Scanning Electron Microscope (SEM): A microscope that images by scanning with a high-energy beam of electrons. The electrons interact with the atoms of the sample in a variety of ways: they can knock out other electrons (secondary electrons) that fly away from the sample and are detected, they can bounce of the sample (back-scattered electrons), they can cause the sample to emit X-rays characteristic of the materials making up the sample, they can cause the material to emit visible light, etc. In principle all these signals could be used to image the sample, but in practice only a few are for practical reasons. Most common on the secondary electron detectors which give high resolution images (typically down to 1-2 nm) of the topography of the sample surface. Many of other signals (e.g. back-scattered or X-rays) provide information about the elements composing the material.

Semiconductor: A material that in its native form is a good insulator but which can be made into a conductor by controlled addition of trace amounts of foreign elements, a process called doping. Silicon is the most widely used semiconductor. For more details on semiconductors go here.

Semiconductor laser: A semiconductor laser or laser diode is a type of laser. In such a laser, the active medium is a semiconductor similar to that found in a light-emitting diode (LED). The most common and practical type of laser diode is formed from a p-n junction and powered by injected electric current. These devices are sometimes referred to as injection laser diodes.

Spin: see electron spin above.

Transistor: The most common basic electronic device manufactured today. While there are many types of transistors, the most common one is the MOSFET transistor.

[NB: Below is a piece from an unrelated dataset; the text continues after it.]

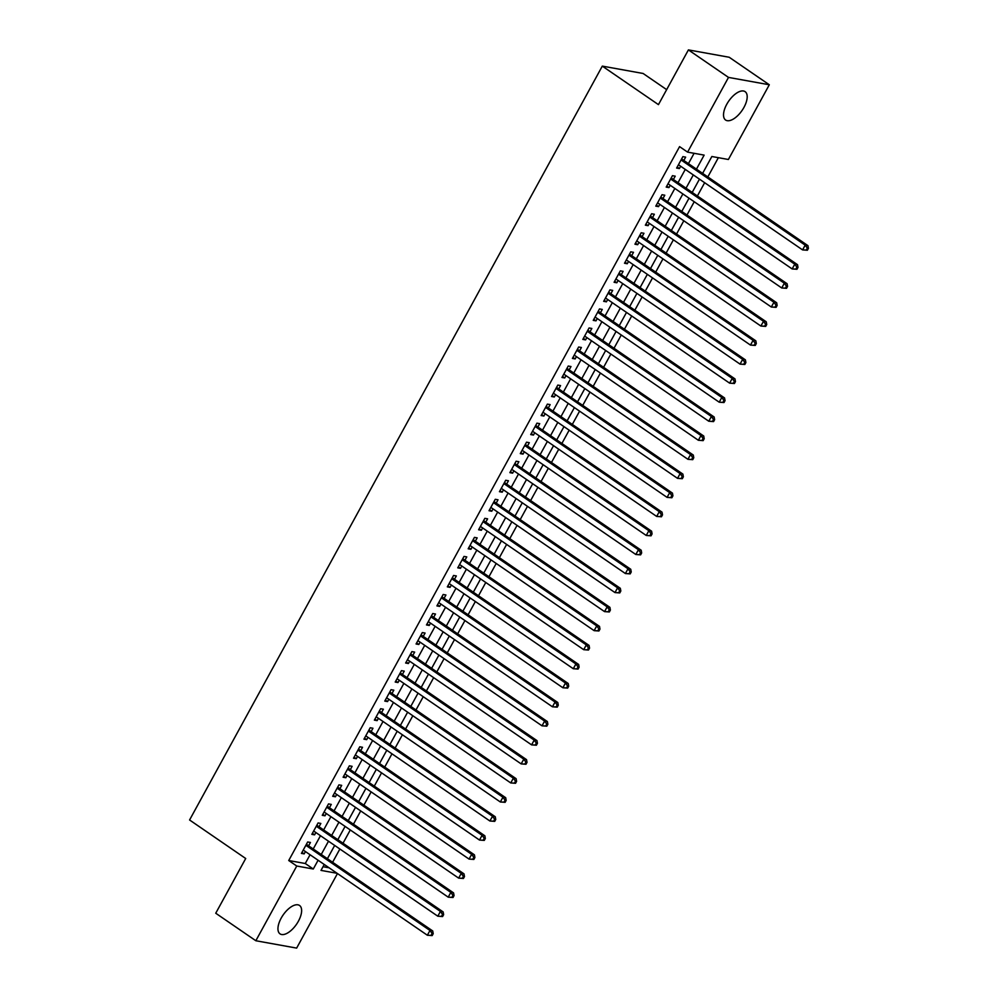 <?xml version="1.0" encoding="UTF-8"?>
<svg xmlns="http://www.w3.org/2000/svg" width="998" height="998" viewBox="0 0 998 998"><rect width="100%" height="100%" fill="white"/><g stroke="black" fill="none" stroke-linecap="round" stroke-linejoin="round"><path stroke-width="1.5" d="M281.187 918.123A17.216 8.146 -55.5 0 1 299.537 905.473A17.216 8.146 -55.5 0 1 298.39 921.229A17.216 8.146 -55.5 0 1 280.051 933.879A17.216 8.146 -55.5 0 1 281.187 918.123M726.756 104.291A17.216 8.146 -55.5 0 1 745.094 91.641A17.216 8.146 -55.5 0 1 743.959 107.385A17.216 8.146 -55.5 0 1 725.608 120.034A17.216 8.146 -55.5 0 1 726.756 104.291M666.652 89.633L643.111 73.478L602.305 66.118L189.583 819.982L245.708 858.505L215.743 913.232L255.837 940.74L296.755 866.027L313.285 869.009L318.088 860.251M602.305 66.118L658.443 104.628L688.408 49.9L729.214 57.26L769.308 84.768L728.39 159.493L711.848 156.511L702.617 173.378M332.608 862.272L339.869 849.011M343.025 843.235L350.286 829.974M353.454 824.198L360.715 810.937M363.871 805.161L371.131 791.901M374.287 786.125L381.56 772.864M384.717 767.088L391.977 753.814M395.133 748.051L402.406 734.778M405.562 729.014L412.823 715.741M415.979 709.977L423.239 696.704M426.408 690.94L433.668 677.667M436.825 671.904L444.085 658.63M447.254 652.867L454.514 639.593M457.67 633.83L464.931 620.556M468.099 614.793L475.36 601.52M478.516 595.756L485.776 582.483M488.945 576.719L496.206 563.446M499.362 557.682L506.622 544.409M509.791 538.633L517.051 525.372M520.207 519.596L527.468 506.335M530.637 500.559L537.897 487.298M541.053 481.523L548.314 468.262M551.47 462.486L558.743 449.225M561.899 443.449L569.159 430.188M572.316 424.412L579.589 411.151M582.745 405.375L590.005 392.114M593.161 386.338L600.422 373.077M603.59 367.301L610.851 354.041M614.007 348.265L621.267 335.004M624.436 329.228L631.697 315.967M634.853 310.191L642.113 296.93M645.282 291.154L652.542 277.893M655.698 272.117L662.959 258.856M666.128 253.08L673.388 239.819M676.544 234.043L683.805 220.783M686.973 215.007L694.234 201.746M697.39 195.97L704.65 182.709M707.819 176.933L718.36 157.684M337.461 873.549L296.643 948.1L255.837 940.74M308.607 845.805L310.428 842.474L307.671 841.975L301.421 853.39L304.178 853.889L305.438 851.581M319.023 826.768L320.845 823.437L318.088 822.938L311.838 834.353L314.595 834.852L315.867 832.532M329.452 807.731L331.274 804.4L328.517 803.901L322.267 815.316L325.011 815.815L326.284 813.495M339.869 788.694L341.69 785.364L338.933 784.865L332.683 796.279L335.44 796.778L336.713 794.458M350.298 769.658L352.119 766.327L349.362 765.828L343.1 777.242L345.857 777.741L347.129 775.421M360.715 750.621L362.536 747.29L359.779 746.791L353.529 758.206L356.286 758.705L357.558 756.384M371.131 731.584L372.965 728.253L370.208 727.754L363.946 739.169L366.703 739.668L367.975 737.347M381.56 712.547L383.382 709.216L380.625 708.717L374.375 720.132L377.132 720.631L378.404 718.31M391.977 693.51L393.811 690.179L391.054 689.68L384.791 701.095L387.548 701.594L388.821 699.274M402.406 674.473L404.227 671.143L401.47 670.644L395.22 682.058L397.977 682.557L399.25 680.237M412.823 655.437L414.657 652.093L411.9 651.607L405.637 663.021L408.394 663.52L409.667 661.2M423.252 636.4L425.073 633.056L422.316 632.57L416.066 643.984L418.823 644.483L420.083 642.163M433.668 617.35L435.49 614.019L432.733 613.533L426.483 624.948L429.24 625.447L430.512 623.126M444.098 598.313L445.919 594.983L443.162 594.496L436.912 605.911L439.669 606.41L440.929 604.089M454.514 579.277L456.336 575.946L453.579 575.459L447.329 586.874L450.086 587.373L451.358 585.053M464.943 560.24L466.765 556.909L464.008 556.422L457.758 567.837L460.515 568.336L461.775 566.016M475.36 541.203L477.181 537.872L474.424 537.386L468.174 548.8L470.931 549.299L472.204 546.979M485.789 522.166L487.61 518.835L484.853 518.336L478.603 529.763L481.36 530.262L482.62 527.942M496.206 503.129L498.027 499.798L495.27 499.299L489.02 510.726L491.777 511.226L493.049 508.905M506.635 484.092L508.456 480.762L505.699 480.263L499.449 491.69L502.206 492.189L503.466 489.868M517.051 465.056L518.873 461.725L516.116 461.226L509.866 472.653L512.623 473.152L513.895 470.831M527.48 446.019L529.302 442.688L526.545 442.189L520.282 453.616L523.039 454.115L524.312 451.795M537.897 426.982L539.718 423.651L536.961 423.152L530.711 434.579L533.468 435.078L534.741 432.758M548.314 407.945L550.148 404.614L547.391 404.115L541.128 415.542L543.885 416.041L545.158 413.721M558.743 388.908L560.564 385.577L557.807 385.078L551.557 396.505L554.314 397.004L555.587 394.684M569.159 369.871L570.993 366.54L568.236 366.041L561.974 377.469L564.731 377.968L566.003 375.647M579.589 350.834L581.41 347.504L578.653 347.005L572.403 358.432L575.16 358.931L576.432 356.61M590.005 331.798L591.839 328.467L589.082 327.968L582.82 339.395L585.577 339.894L586.849 337.574M600.434 312.761L602.256 309.43L599.499 308.931L593.249 320.358L596.006 320.857L597.266 318.537M610.851 293.724L612.685 290.393L609.928 289.894L603.665 301.321L606.422 301.82L607.695 299.5M621.28 274.687L623.101 271.356L620.344 270.857L614.094 282.284L616.851 282.783L618.111 280.463M631.697 255.65L633.518 252.319L630.761 251.82L624.511 263.247L627.268 263.746L628.54 261.426M642.126 236.613L643.947 233.282L641.19 232.784L634.94 244.211L637.697 244.71L638.957 242.389M652.542 217.576L654.364 214.246L651.607 213.747L645.357 225.174L648.114 225.673L649.386 223.352M662.971 198.54L664.793 195.209L662.036 194.71L655.786 206.137L658.543 206.636L659.803 204.316M673.388 179.503L675.209 176.172L672.452 175.673L666.202 187.1L668.959 187.599L670.232 185.279M323.028 866.701L329.078 867.798M696.454 169.136L704.139 155.114L687.597 152.133L679.576 146.631L288.734 860.525L305.276 863.507L310.066 854.75M313.222 848.974L320.483 835.713M323.651 829.937L330.912 816.676M334.068 810.9L341.328 797.639M344.497 791.863L351.758 778.602M354.914 772.826L362.174 759.565M365.343 753.789L372.603 740.528M375.759 734.753L383.02 721.492M386.189 715.716L393.449 702.455M396.605 696.679L403.866 683.418M407.034 677.642L414.295 664.381M417.451 658.605L424.711 645.344M427.868 639.568L435.14 626.307M438.297 620.531L445.557 607.271M448.713 601.495L455.986 588.234M459.142 582.458L466.403 569.197M469.559 563.421L476.819 550.16M479.988 544.384L487.249 531.111M490.405 525.347L497.665 512.074M500.834 506.31L508.094 493.037M511.25 487.274L518.511 474M521.68 468.237L528.94 454.963M532.096 449.2L539.357 435.926M542.525 430.163L549.786 416.89M552.942 411.126L560.202 397.853M563.371 392.089L570.631 378.816M573.788 373.052L581.048 359.779M584.217 354.016L591.477 340.742M594.633 334.979L601.894 321.705M605.062 315.942L612.323 302.668M615.479 296.893L622.74 283.632M625.896 277.856L633.169 264.595M636.325 258.819L643.585 245.558M646.741 239.782L654.014 226.521M657.171 220.745L664.431 207.484M667.587 201.708L674.848 188.447M678.016 182.671L685.277 169.411M688.433 163.635L694.097 153.305M683.817 160.466L685.638 157.135L682.881 156.636L676.632 168.063L679.389 168.562L680.648 166.242M688.408 49.9L728.503 77.407L769.308 84.768M288.734 860.525L296.755 866.027M687.597 152.133L728.503 77.407M321.244 854.475L328.504 841.214M331.673 835.438L338.933 822.177M342.089 816.401L349.35 803.14M352.519 797.365L359.779 784.104M362.935 778.328L370.196 765.067M373.352 759.291L380.625 746.03M383.781 740.254L391.041 726.993M394.198 721.217L401.47 707.956M404.627 702.18L411.887 688.919M415.043 683.143L422.304 669.883M425.472 664.107L432.733 650.846M435.889 645.07L443.149 631.809M446.318 626.033L453.579 612.772M456.735 606.996L463.995 593.735M467.164 587.959L474.424 574.698M477.58 568.922L484.841 555.661M488.01 549.886L495.27 536.625M498.426 530.849L505.687 517.588M508.855 511.812L516.116 498.551M519.272 492.775L526.532 479.502M529.701 473.738L536.961 460.465M540.118 454.701L547.378 441.428M550.534 435.664L557.807 422.391M560.963 416.628L568.224 403.354M571.38 397.591L578.653 384.317M581.809 378.554L589.07 365.28M592.226 359.517L599.486 346.244M602.655 340.48L609.915 327.207M613.071 321.443L620.332 308.17M623.5 302.406L630.761 289.133M633.917 283.37L641.178 270.096M644.346 264.333L651.607 251.059M654.763 245.283L662.023 232.023M665.192 226.247L672.452 212.986M675.609 207.21L682.869 193.949M686.038 188.173L693.298 174.912M324.25 864.48L321.007 870.393L337.099 873.3M699.461 179.141L692.2 192.414M689.032 198.178L681.771 211.451M678.615 217.215L671.355 230.488M668.198 236.252L660.925 249.525M657.769 255.288L650.509 268.562M647.353 274.325L640.08 287.599M636.924 293.362L629.663 306.636M626.507 312.399L619.247 325.672M616.078 331.436L608.817 344.709M605.661 350.473L598.401 363.746M595.232 369.51L587.972 382.783M584.816 388.559L577.555 401.82M574.386 407.596L567.126 420.857M563.97 426.633L556.709 439.893M553.541 445.669L546.28 458.93M543.124 464.706L535.864 477.967M532.695 483.743L525.435 497.004M522.278 502.78L515.018 516.041M511.849 521.817L504.589 535.078M501.433 540.854L494.172 554.115M491.016 559.89L483.743 573.151M480.587 578.927L473.326 592.188M470.17 597.964L462.897 611.225M459.741 617.001L452.481 630.262M449.325 636.038L442.064 649.299M438.895 655.075L431.635 668.336M428.479 674.112L421.218 687.373M418.05 693.148L410.789 706.409M407.633 712.185L400.373 725.446M397.204 731.222L389.944 744.483M386.787 750.259L379.527 763.52M376.358 769.296L369.098 782.557M365.942 788.333L358.681 801.594M355.513 807.37L348.252 820.63M345.096 826.406L337.835 839.667M334.667 845.443L327.406 858.704M305.276 863.507L313.285 869.009M677.18 167.04L679.389 168.562M666.764 186.077L668.959 187.599M656.335 205.126L658.543 206.636M645.918 224.163L648.114 225.673M635.489 243.2L637.697 244.71M625.072 262.237L627.268 263.746M614.643 281.274L616.851 282.783M604.227 300.311L606.422 301.82M593.798 319.348L596.006 320.857M583.381 338.384L585.577 339.894M572.952 357.421L575.16 358.931M562.535 376.458L564.731 377.968M552.106 395.495L554.314 397.004M541.689 414.532L543.885 416.041M531.26 433.569L533.468 435.078M520.844 452.605L523.039 454.115M510.415 471.642L512.623 473.152M499.998 490.679L502.206 492.189M489.581 509.716L491.777 511.226M479.152 528.753L481.36 530.262M468.736 547.79L470.931 549.299M458.307 566.827L460.515 568.336M447.89 585.863L450.086 587.373M437.461 604.9L439.669 606.41M427.044 623.937L429.24 625.447M416.615 642.974L418.823 644.483M406.198 662.011L408.394 663.52M395.769 681.048L397.977 682.557M385.353 700.085L387.548 701.594M374.924 719.121L377.132 720.631M364.507 738.158L366.703 739.668M354.078 757.195L356.286 758.705M343.661 776.232L345.857 777.741M333.232 795.269L335.44 796.778M322.816 814.306L325.011 815.815M312.399 833.342L314.595 834.852M301.97 852.379L304.178 853.889M807.382 250.249L808.417 248.352L807.32 248.153L806.272 250.049L807.382 250.249L802.579 249.899L678.453 164.732M806.272 250.049L802.579 249.899L805.186 245.146L807.943 245.645L682.532 159.58A2.208 1.896 -79.8 0 1 682.008 159.031L681.771 158.67M681.06 159.967L805.186 245.146L807.32 248.153M808.417 248.352L807.943 245.645M796.953 269.285L798.001 267.389L796.903 267.19L795.855 269.086L796.953 269.285L792.163 268.936L668.024 183.769M795.855 269.086L792.163 268.936L794.77 264.183L797.527 264.682L672.103 178.617A2.208 1.896 -79.8 0 1 671.579 178.081L671.342 177.706M670.631 179.004L794.77 264.183L796.903 267.19M798.001 267.389L797.527 264.682M786.536 288.322L787.572 286.426L786.474 286.226L785.438 288.123L786.536 288.322L781.733 287.973L657.607 202.806M785.438 288.123L781.733 287.973L784.341 283.22L787.098 283.719L661.686 197.654A2.208 1.896 -79.8 0 1 661.163 197.117L660.925 196.743M660.214 198.041L784.341 283.22L786.474 286.226M787.572 286.426L787.098 283.719M776.107 307.359L777.155 305.463L776.057 305.263L775.009 307.159L776.107 307.359L771.317 307.01L647.178 221.843M775.009 307.159L771.317 307.01L773.924 302.257L776.681 302.756L651.257 216.703A2.208 1.896 -79.8 0 1 650.733 216.154L650.496 215.78M649.785 217.077L773.924 302.257L776.057 305.263M777.155 305.463L776.681 302.756M765.691 326.396L766.738 324.5L765.628 324.3L764.593 326.196L765.691 326.396L760.888 326.047L636.761 240.88M764.593 326.196L760.888 326.047L763.495 321.294L766.252 321.793L640.841 235.74A2.208 1.896 -79.8 0 1 640.317 235.191L640.08 234.817M639.369 236.114L763.495 321.294L765.628 324.3M766.738 324.5L766.252 321.793M755.274 345.433L756.309 343.537L755.212 343.337L754.164 345.246L755.274 345.433L750.471 345.083L626.332 259.917M754.164 345.246L750.471 345.083L753.078 340.33L755.835 340.829L630.412 254.777A2.208 1.896 -79.8 0 1 629.888 254.228L629.651 253.854M628.94 255.151L753.078 340.33L755.212 343.337M756.309 343.537L755.835 340.829M744.845 364.47L745.893 362.573L744.782 362.374L743.747 364.282L744.845 364.47L740.054 364.12L615.916 278.953M743.747 364.282L740.054 364.12L742.649 359.367L745.406 359.866L619.995 273.814A2.208 1.896 -79.8 0 1 619.471 273.265L619.234 272.891M618.523 274.188L742.649 359.367L744.782 362.374M745.893 362.573L745.406 359.866M734.428 383.506L735.464 381.61L734.366 381.411L733.318 383.319L734.428 383.506L729.625 383.157L605.487 297.99M733.318 383.319L729.625 383.157L732.233 378.404L734.99 378.903L609.566 292.851A2.208 1.896 -79.8 0 1 609.054 292.302L608.817 291.927M608.094 293.225L732.233 378.404L734.366 381.411M735.464 381.61L734.99 378.903M723.999 402.556L725.047 400.647L723.937 400.447L722.901 402.356L723.999 402.556L719.209 402.194L595.07 317.027M722.901 402.356L719.209 402.194L721.804 397.441L724.56 397.94L599.149 311.887A2.208 1.896 -79.8 0 1 598.625 311.339L598.388 310.964M597.677 312.262L721.804 397.441L723.937 400.447M725.047 400.647L724.56 397.94M713.582 421.593L714.618 419.684L713.52 419.484L712.472 421.393L713.582 421.593L708.78 421.231L584.641 336.064M712.472 421.393L708.78 421.231L711.387 416.478L714.144 416.977L588.733 330.924A2.208 1.896 -79.8 0 1 588.209 330.375L587.972 330.001M587.248 331.299L711.387 416.478L713.52 419.484M714.618 419.684L714.144 416.977M703.153 440.629L704.201 438.721L703.091 438.521L702.056 440.43L703.153 440.629L698.363 440.268L574.224 355.101M702.056 440.43L698.363 440.268L700.97 435.515L703.727 436.014L578.304 349.961A2.208 1.896 -79.8 0 1 577.78 349.412L577.543 349.038M576.832 350.335L700.97 435.515L703.091 438.521M704.201 438.721L703.727 436.014M692.737 459.666L693.772 457.758L692.674 457.558L691.626 459.467L692.737 459.666L687.934 459.305L563.808 374.138M691.626 459.467L687.934 459.305L690.541 454.552L693.298 455.051L567.887 368.998A2.208 1.896 -79.8 0 1 567.363 368.449L567.126 368.075M566.402 369.372L690.541 454.552L692.674 457.558M693.772 457.758L693.298 455.051M682.308 478.703L683.356 476.795L682.245 476.595L681.21 478.504L682.308 478.703L677.517 478.341L553.379 393.175M681.21 478.504L677.517 478.341L680.125 473.588L682.881 474.087L557.458 388.035A2.208 1.896 -79.8 0 1 556.934 387.486L556.697 387.112M555.986 388.409L680.125 473.588L682.245 476.595M683.356 476.795L682.881 474.087M671.891 497.74L672.926 495.831L671.829 495.632L670.781 497.54L671.891 497.74L667.088 497.391L542.962 412.211M670.781 497.54L667.088 497.391L669.695 492.625L672.452 493.124L547.041 407.072A2.208 1.896 -79.8 0 1 546.517 406.523L546.28 406.149M545.557 407.446L669.695 492.625L671.829 495.632M672.926 495.831L672.452 493.124M661.462 516.777L662.51 514.868L661.4 514.669L660.364 516.577L661.462 516.777L656.672 516.428L532.533 431.248M660.364 516.577L656.672 516.428L659.279 511.662L662.036 512.161L536.612 426.109A2.208 1.896 -79.8 0 1 536.088 425.56L535.851 425.185M535.14 426.483L659.279 511.662L661.4 514.669M662.51 514.868L662.036 512.161M651.045 535.814L652.081 533.905L650.983 533.705L649.935 535.614L651.045 535.814L646.242 535.464L522.116 450.285M649.935 535.614L646.242 535.464L648.85 530.699L651.607 531.198L526.196 445.145A2.208 1.896 -79.8 0 1 525.672 444.597L525.435 444.222M524.723 445.52L648.85 530.699L650.983 533.705M652.081 533.905L651.607 531.198M640.616 554.851L641.664 552.942L640.554 552.742L639.518 554.651L640.616 554.851L635.826 554.501L511.687 469.322M639.518 554.651L635.826 554.501L638.433 549.736L641.19 550.235L515.766 464.182A2.208 1.896 -79.8 0 1 515.242 463.633L515.005 463.259M514.294 464.557L638.433 549.736L640.554 552.742M641.664 552.942L641.19 550.235M630.2 573.887L631.235 571.979L630.137 571.779L629.089 573.688L630.2 573.887L625.397 573.538L501.27 488.359M629.089 573.688L625.397 573.538L628.004 568.773L630.761 569.272L505.35 483.219A2.208 1.896 -79.8 0 1 504.826 482.67L504.589 482.296M503.878 483.606L628.004 568.773L630.137 571.779M631.235 571.979L630.761 569.272M619.77 592.924L620.818 591.016L619.721 590.816L618.673 592.725L619.77 592.924L614.98 592.575L490.841 507.396M618.673 592.725L614.98 592.575L617.587 587.81L620.344 588.309L494.921 502.256A2.208 1.896 -79.8 0 1 494.397 501.707L494.16 501.333M493.449 502.643L617.587 587.81L619.721 590.816M620.818 591.016L620.344 588.309M609.354 611.961L610.389 610.052L609.291 609.853L608.256 611.762L609.354 611.961L604.551 611.612L480.425 526.433M608.256 611.762L604.551 611.612L607.158 606.846L609.915 607.345L484.504 521.293A2.208 1.896 -79.8 0 1 483.98 520.744L483.743 520.37M483.032 521.68L607.158 606.846L609.291 609.853M610.389 610.052L609.915 607.345M598.925 630.998L599.973 629.089L598.875 628.89L597.827 630.798L598.925 630.998L594.134 630.649L469.996 545.469M597.827 630.798L594.134 630.649L596.742 625.883L599.499 626.382L474.075 540.33A2.208 1.896 -79.8 0 1 473.551 539.781L473.314 539.407M472.603 540.716L596.742 625.883L598.875 628.89M599.973 629.089L599.499 626.382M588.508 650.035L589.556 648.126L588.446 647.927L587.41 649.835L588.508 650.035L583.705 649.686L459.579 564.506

Transmission electron microscope (TEM): this is a technique for microscopy (viewing very small things) that uses a beam of electrons that are shot through the sample being analyzed. The electrons pass through the sample (which should be very thin, otherwise most of the electrons are scattered or absorbed and few are transmitted) and interact with the sample during the passage. After they emerge, they are focused down to form an image which shows a magnified view of the material. Advanced TEM machines can routinely resolve features with sub-nanometer dimension and thus allow individual atoms to be seen in a sample; additional analysis can even reveal the atomic species present.

Thermoplastic: This is a type of plastic that turns liquid when heated and thus can flow and thus be molded, remolded, or remelted into shape. When cooled, it becomes an extremely viscous fluid (and is solid for practical purposes at room temperature).